Ailen monarşinin bir parçasıydı. İnsanlar sizin demokratik bir sürecin parçası olacağınıza nasıl güvenebilirler?
Birincisi, çünkü benim kendi erkeğim olduğumu ve anne babalarının yaptıklarından hiçbir oğul veya kızın sorumlu tutulamayacağını biliyorlar. Ülkemden ayrıldığımda 17 yaşındaydım. Ve o zamandan beri tek söylediğim “Hey, burada herhangi bir ofis için yarışmıyorum.” Ben sadece insanların karar vereceği bir geçiş görmeye çalışıyorum. Bu, devlet veya yönetişim kalıplarına karışmadan oynayabileceğim çok daha değerli bir rol.
Kültürel bir değişime de ihtiyacımız var ve demokratik kültür ulusta emprenye edilmemiş. Hayatımın 40 yılını özgür ülkelerde, Amerika’da, Fransa’da, Almanya gibi ülkeleri ziyaret ederek geçirdiğim için bu yönde daha fazla katkı sağlayabilirim. Eğitim sürecine yardımcı olmak, bir grup bakanla masaya oturup günün politikalarına karar vermekten, hatta sarayda sembolik bir lider olarak takılıp, ağzı açık ve düşüncelerimi söylemekten mahrum olmaktan çok daha fazla ilgimi çekiyor. Kendim onun ilk kurbanı olmak için senin özgürlüğün için savaşmıyorum.
Birkaç yüz bin kişi imzaladı size vekaletname vermek için çevrimiçi bir dilekçe. Buna ne dersin?
Pek çok insan, bir geçişte rolümün ne kadar önemli olabileceğini anlıyor. Ancak bunun gelecekte bir cumhuriyete veya monarşiye sahip olmamızla hiçbir ilgisi yok. İnsanlar otomatik olarak benim monarşi adayı olduğumu varsayıyorlar. Şart değil. Seçimim, halk tarafından seçilen laik bir cumhuriyet ile hala kalıtsal geçişe dayalı bir kurum arasındaysa, bunu demokratik normlarla bağdaştıramam.

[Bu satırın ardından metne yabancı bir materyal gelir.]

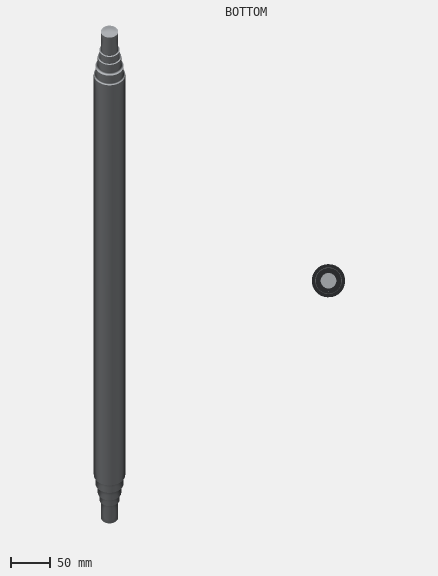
import cadquery as cq

total_length = 850.0
body_diameter = 40.0

stub_diameter = 22.0
stub_length = 32.0
outer_seat_diameter = 26.0
outer_seat_length = 12.0
inner_seat_diameter = 30.0
inner_seat_length = 16.0
collar_diameter = 36.0
collar_length = 15.0

collar_root_fillet = 2.0
body_root_fillet = 1.5

body_radius = body_diameter / 2
stub_radius = stub_diameter / 2
outer_seat_radius = outer_seat_diameter / 2
inner_seat_radius = inner_seat_diameter / 2
collar_radius = collar_diameter / 2
shaft_end = total_length / 2
outer_seat_shoulder = shaft_end - stub_length
inner_seat_shoulder = outer_seat_shoulder - outer_seat_length
collar_shoulder = inner_seat_shoulder - inner_seat_length
body_shoulder = collar_shoulder - collar_length


def fillet_to_shoulder(profile, radius, shoulder, fillet):
    """Run along a cylinder of the given radius down to a shoulder, rounding the inside corner."""
    profile = profile.lineTo(radius, shoulder + fillet)
    return profile.radiusArc((radius + fillet, shoulder), -fillet)


def half_shaft():
    """Upper half of the shaft, revolved about Z from the mid-plane to the end face."""
    profile = (
        cq.Workplane("XZ")
        .moveTo(0, shaft_end)
        .lineTo(stub_radius, shaft_end)
        .lineTo(stub_radius, outer_seat_shoulder)
        .lineTo(outer_seat_radius, outer_seat_shoulder)
        .lineTo(outer_seat_radius, inner_seat_shoulder)
        .lineTo(inner_seat_radius, inner_seat_shoulder)
    )
    profile = fillet_to_shoulder(profile, inner_seat_radius, collar_shoulder, collar_root_fillet)
    profile = profile.lineTo(collar_radius, collar_shoulder)
    profile = fillet_to_shoulder(profile, collar_radius, body_shoulder, body_root_fillet)
    profile = profile.lineTo(body_radius, body_shoulder).lineTo(body_radius, 0).lineTo(0, 0).close()
    return profile.revolve(360, (0, 0, 0), (0, 1, 0))


upper_half = half_shaft()
result = upper_half.union(upper_half.mirror("XY"))

Yeni bir nükleer anlaşma için müzakereler durdu ama biz konuşurken İran uranyum zenginleştiriyor. Bununla nasıl başa çıkılacağı konusunda yabancı liderlere verdiğiniz herhangi bir tavsiye var mı?
Argümanımız şudur: Tehlikeyi kesin olarak ortadan kaldırmanın en iyi yolu, rejimi ortadan kaldırmaktır. Çünkü rejim, bazı anlaşmaları imzaladıktan sonra bile daha önce ne kadar güvenilirdi? Obama yönetimi sırasında serbest bırakılan fonların ülke çıkarlarına hizmet etmek yerine Lübnan veya Suriye’deki çeşitli tugaylara gittiğini gördük. Zaman bitiyor. Ve şimdi İran halkıyla birlikte soruna kesin olarak son vermek için bir fırsatımız var.

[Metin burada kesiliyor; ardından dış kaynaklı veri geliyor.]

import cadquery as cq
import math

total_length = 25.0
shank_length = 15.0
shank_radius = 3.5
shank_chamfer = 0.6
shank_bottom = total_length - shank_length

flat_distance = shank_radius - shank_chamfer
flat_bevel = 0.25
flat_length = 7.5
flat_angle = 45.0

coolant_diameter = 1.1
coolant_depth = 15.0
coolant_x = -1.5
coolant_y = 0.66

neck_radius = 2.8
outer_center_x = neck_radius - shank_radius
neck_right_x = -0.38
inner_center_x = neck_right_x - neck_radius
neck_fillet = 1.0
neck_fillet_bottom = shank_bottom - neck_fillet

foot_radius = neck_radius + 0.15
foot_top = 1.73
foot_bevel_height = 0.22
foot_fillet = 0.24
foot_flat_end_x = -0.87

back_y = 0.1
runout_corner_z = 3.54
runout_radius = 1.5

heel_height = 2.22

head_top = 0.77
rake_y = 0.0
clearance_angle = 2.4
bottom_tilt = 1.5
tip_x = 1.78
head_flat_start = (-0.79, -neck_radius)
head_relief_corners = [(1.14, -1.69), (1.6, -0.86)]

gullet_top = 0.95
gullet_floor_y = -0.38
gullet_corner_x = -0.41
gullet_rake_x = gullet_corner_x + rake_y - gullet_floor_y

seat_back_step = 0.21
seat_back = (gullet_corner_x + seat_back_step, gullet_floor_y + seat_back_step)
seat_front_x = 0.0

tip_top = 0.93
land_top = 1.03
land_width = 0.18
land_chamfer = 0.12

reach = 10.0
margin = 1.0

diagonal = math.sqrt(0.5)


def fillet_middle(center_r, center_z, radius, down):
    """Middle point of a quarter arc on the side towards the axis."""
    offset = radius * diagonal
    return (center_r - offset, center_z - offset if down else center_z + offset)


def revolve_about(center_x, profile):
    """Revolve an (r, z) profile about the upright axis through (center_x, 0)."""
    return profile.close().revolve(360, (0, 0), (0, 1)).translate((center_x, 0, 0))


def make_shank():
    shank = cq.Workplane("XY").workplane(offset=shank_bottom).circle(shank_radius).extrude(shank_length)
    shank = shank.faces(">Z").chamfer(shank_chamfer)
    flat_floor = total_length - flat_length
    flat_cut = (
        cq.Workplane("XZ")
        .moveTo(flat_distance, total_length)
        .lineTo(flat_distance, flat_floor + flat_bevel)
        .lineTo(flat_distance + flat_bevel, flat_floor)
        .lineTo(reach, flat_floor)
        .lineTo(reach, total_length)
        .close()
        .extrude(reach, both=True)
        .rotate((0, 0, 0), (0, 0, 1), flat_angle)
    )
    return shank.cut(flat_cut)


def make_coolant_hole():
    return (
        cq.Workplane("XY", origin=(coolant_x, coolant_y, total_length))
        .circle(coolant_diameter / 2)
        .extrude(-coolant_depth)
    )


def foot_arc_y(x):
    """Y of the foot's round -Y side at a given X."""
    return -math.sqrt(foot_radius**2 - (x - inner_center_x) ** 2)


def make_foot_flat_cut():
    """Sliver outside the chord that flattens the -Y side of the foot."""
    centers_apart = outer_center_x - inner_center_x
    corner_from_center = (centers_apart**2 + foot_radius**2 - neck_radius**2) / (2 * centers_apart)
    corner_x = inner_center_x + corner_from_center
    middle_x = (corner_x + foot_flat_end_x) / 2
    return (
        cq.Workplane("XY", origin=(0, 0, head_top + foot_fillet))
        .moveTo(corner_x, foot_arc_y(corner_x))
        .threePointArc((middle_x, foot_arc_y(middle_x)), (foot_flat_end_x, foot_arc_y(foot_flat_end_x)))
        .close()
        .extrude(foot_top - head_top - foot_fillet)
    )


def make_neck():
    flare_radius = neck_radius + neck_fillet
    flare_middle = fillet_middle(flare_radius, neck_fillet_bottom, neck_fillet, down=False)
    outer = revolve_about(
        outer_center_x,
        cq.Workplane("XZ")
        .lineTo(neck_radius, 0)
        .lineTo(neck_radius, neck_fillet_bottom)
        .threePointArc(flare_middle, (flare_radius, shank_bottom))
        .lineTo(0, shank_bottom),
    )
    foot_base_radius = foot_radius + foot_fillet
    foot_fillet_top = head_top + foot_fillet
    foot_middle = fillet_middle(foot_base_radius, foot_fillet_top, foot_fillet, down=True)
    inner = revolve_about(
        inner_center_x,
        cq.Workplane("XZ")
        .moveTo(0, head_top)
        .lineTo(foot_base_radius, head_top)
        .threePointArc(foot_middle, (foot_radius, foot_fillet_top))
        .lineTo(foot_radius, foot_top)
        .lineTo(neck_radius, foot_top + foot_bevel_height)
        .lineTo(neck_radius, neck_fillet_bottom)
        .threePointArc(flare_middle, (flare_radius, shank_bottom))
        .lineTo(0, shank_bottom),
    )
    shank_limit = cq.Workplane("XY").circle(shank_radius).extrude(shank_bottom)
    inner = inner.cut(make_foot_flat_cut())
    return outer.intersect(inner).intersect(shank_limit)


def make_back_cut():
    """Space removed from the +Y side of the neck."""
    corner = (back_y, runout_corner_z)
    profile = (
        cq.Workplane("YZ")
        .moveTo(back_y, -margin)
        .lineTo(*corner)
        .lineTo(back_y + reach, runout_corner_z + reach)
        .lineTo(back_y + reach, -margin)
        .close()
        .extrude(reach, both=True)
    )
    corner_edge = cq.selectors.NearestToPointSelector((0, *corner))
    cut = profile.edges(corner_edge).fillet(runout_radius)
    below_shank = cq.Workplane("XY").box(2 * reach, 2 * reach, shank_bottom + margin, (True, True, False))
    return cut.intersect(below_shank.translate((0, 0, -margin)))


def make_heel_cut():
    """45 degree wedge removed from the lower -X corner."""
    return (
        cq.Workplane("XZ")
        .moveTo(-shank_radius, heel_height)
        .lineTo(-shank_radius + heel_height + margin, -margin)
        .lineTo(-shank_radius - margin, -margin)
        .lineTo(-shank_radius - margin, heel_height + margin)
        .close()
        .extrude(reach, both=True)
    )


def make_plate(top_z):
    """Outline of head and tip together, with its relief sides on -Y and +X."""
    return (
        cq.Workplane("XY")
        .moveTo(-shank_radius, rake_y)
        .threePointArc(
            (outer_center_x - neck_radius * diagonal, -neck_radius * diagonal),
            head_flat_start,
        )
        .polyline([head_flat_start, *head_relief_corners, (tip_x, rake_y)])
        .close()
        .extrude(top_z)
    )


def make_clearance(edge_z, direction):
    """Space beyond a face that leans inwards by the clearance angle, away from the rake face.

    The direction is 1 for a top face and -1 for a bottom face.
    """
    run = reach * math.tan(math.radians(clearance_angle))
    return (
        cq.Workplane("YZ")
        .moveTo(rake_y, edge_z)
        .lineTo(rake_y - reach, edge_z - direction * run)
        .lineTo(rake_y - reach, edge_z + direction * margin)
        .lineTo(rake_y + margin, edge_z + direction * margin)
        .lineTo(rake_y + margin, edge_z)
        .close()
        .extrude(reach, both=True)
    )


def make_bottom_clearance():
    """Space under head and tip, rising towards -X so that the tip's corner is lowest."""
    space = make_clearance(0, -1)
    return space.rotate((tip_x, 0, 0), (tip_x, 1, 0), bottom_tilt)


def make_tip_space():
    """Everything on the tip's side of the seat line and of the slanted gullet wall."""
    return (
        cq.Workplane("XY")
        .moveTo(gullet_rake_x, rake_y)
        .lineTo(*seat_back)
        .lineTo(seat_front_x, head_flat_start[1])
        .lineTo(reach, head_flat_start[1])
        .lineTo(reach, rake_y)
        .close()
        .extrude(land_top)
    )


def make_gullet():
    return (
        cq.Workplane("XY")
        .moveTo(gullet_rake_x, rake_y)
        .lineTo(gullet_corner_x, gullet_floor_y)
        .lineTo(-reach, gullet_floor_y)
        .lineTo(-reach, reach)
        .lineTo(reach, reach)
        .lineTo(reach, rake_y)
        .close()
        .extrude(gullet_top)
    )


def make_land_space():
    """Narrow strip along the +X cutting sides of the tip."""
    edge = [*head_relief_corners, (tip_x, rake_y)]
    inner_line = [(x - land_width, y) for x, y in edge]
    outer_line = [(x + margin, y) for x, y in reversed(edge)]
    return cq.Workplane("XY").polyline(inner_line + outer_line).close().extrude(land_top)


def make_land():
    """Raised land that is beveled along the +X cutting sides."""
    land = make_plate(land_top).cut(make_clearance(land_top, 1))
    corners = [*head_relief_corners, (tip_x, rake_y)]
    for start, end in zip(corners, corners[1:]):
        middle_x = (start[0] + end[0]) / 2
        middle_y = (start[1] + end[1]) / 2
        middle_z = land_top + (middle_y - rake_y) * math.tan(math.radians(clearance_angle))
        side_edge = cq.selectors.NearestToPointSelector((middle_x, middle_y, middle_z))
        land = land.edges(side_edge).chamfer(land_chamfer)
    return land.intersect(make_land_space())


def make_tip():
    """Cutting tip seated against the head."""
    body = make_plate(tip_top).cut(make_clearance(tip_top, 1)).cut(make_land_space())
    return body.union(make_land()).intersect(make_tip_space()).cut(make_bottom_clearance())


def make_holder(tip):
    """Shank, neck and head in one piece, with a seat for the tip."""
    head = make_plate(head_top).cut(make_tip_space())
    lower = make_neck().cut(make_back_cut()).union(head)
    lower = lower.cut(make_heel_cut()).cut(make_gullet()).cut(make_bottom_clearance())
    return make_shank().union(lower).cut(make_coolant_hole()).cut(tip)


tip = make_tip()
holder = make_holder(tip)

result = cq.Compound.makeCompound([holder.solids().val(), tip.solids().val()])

İsrail’de son zamanlarda ABD ile birlikte çok büyük bir askeri tatbikat yapıldı. İnsanlar İran’ın nükleer programını sona erdirmek için sözde askeri seçenekten bahsediyorlar…
… bu bir kabus. Hele o milletin “Hey sokaktayız, rejimden kurtulalım” dediği bir noktada..“Ayrımcılığa nasıl son verdik? Bir noktada buna bir son vermek isteyenlerin savunmasına geldik. nasıl son verdik [Gen. Wojciech] Polonya’da Jaruzelski? Dayanışma hareketinde Lech Walesa ve şirkete yardım ederek.
Neden İran da aynı mantığın parçası olmasın? Zaten hayatımızı tehlikeye atıyoruz ve her gün insanları kaybediyoruz. Bizimle çalış. En iyi orduya sahipsiniz: insanlar. Bu rejim gittiği an, istikrarı sağlamak için çok çalışıyor olacağız. İsraillilerle, Arap komşularla birlikte çalışmamız gerekiyor. Enerji ve güvenlik konularında Avrupalılarla birlikte çalışmamız gerekiyor.
İran’a geri dönmeyi hayal edebiliyor musunuz?
Kendimi ülkenin dört bir yanını dolaşan bir karavanda görüyorum, sadece insanlarla etkileşim kurmak için kamp kuruyorum. İnsanların gerçekten ne istediğini bu şekilde hissedebilir ve onlara karar vermede daha etkili olmanın yollarını gösterebilirsiniz. Bence yerleşik demokrasilerin sırrı, vatandaşlarının proaktif olmasıdır. Her zaman arkasına yaslanıp “birisi benim için bir şey yapsın” diyen çok geleneksel bir Ortadoğu kültürüne bir proaktiflik zihniyeti yerleştirmek çok zor. Ama bu nesil artık beklemiyor.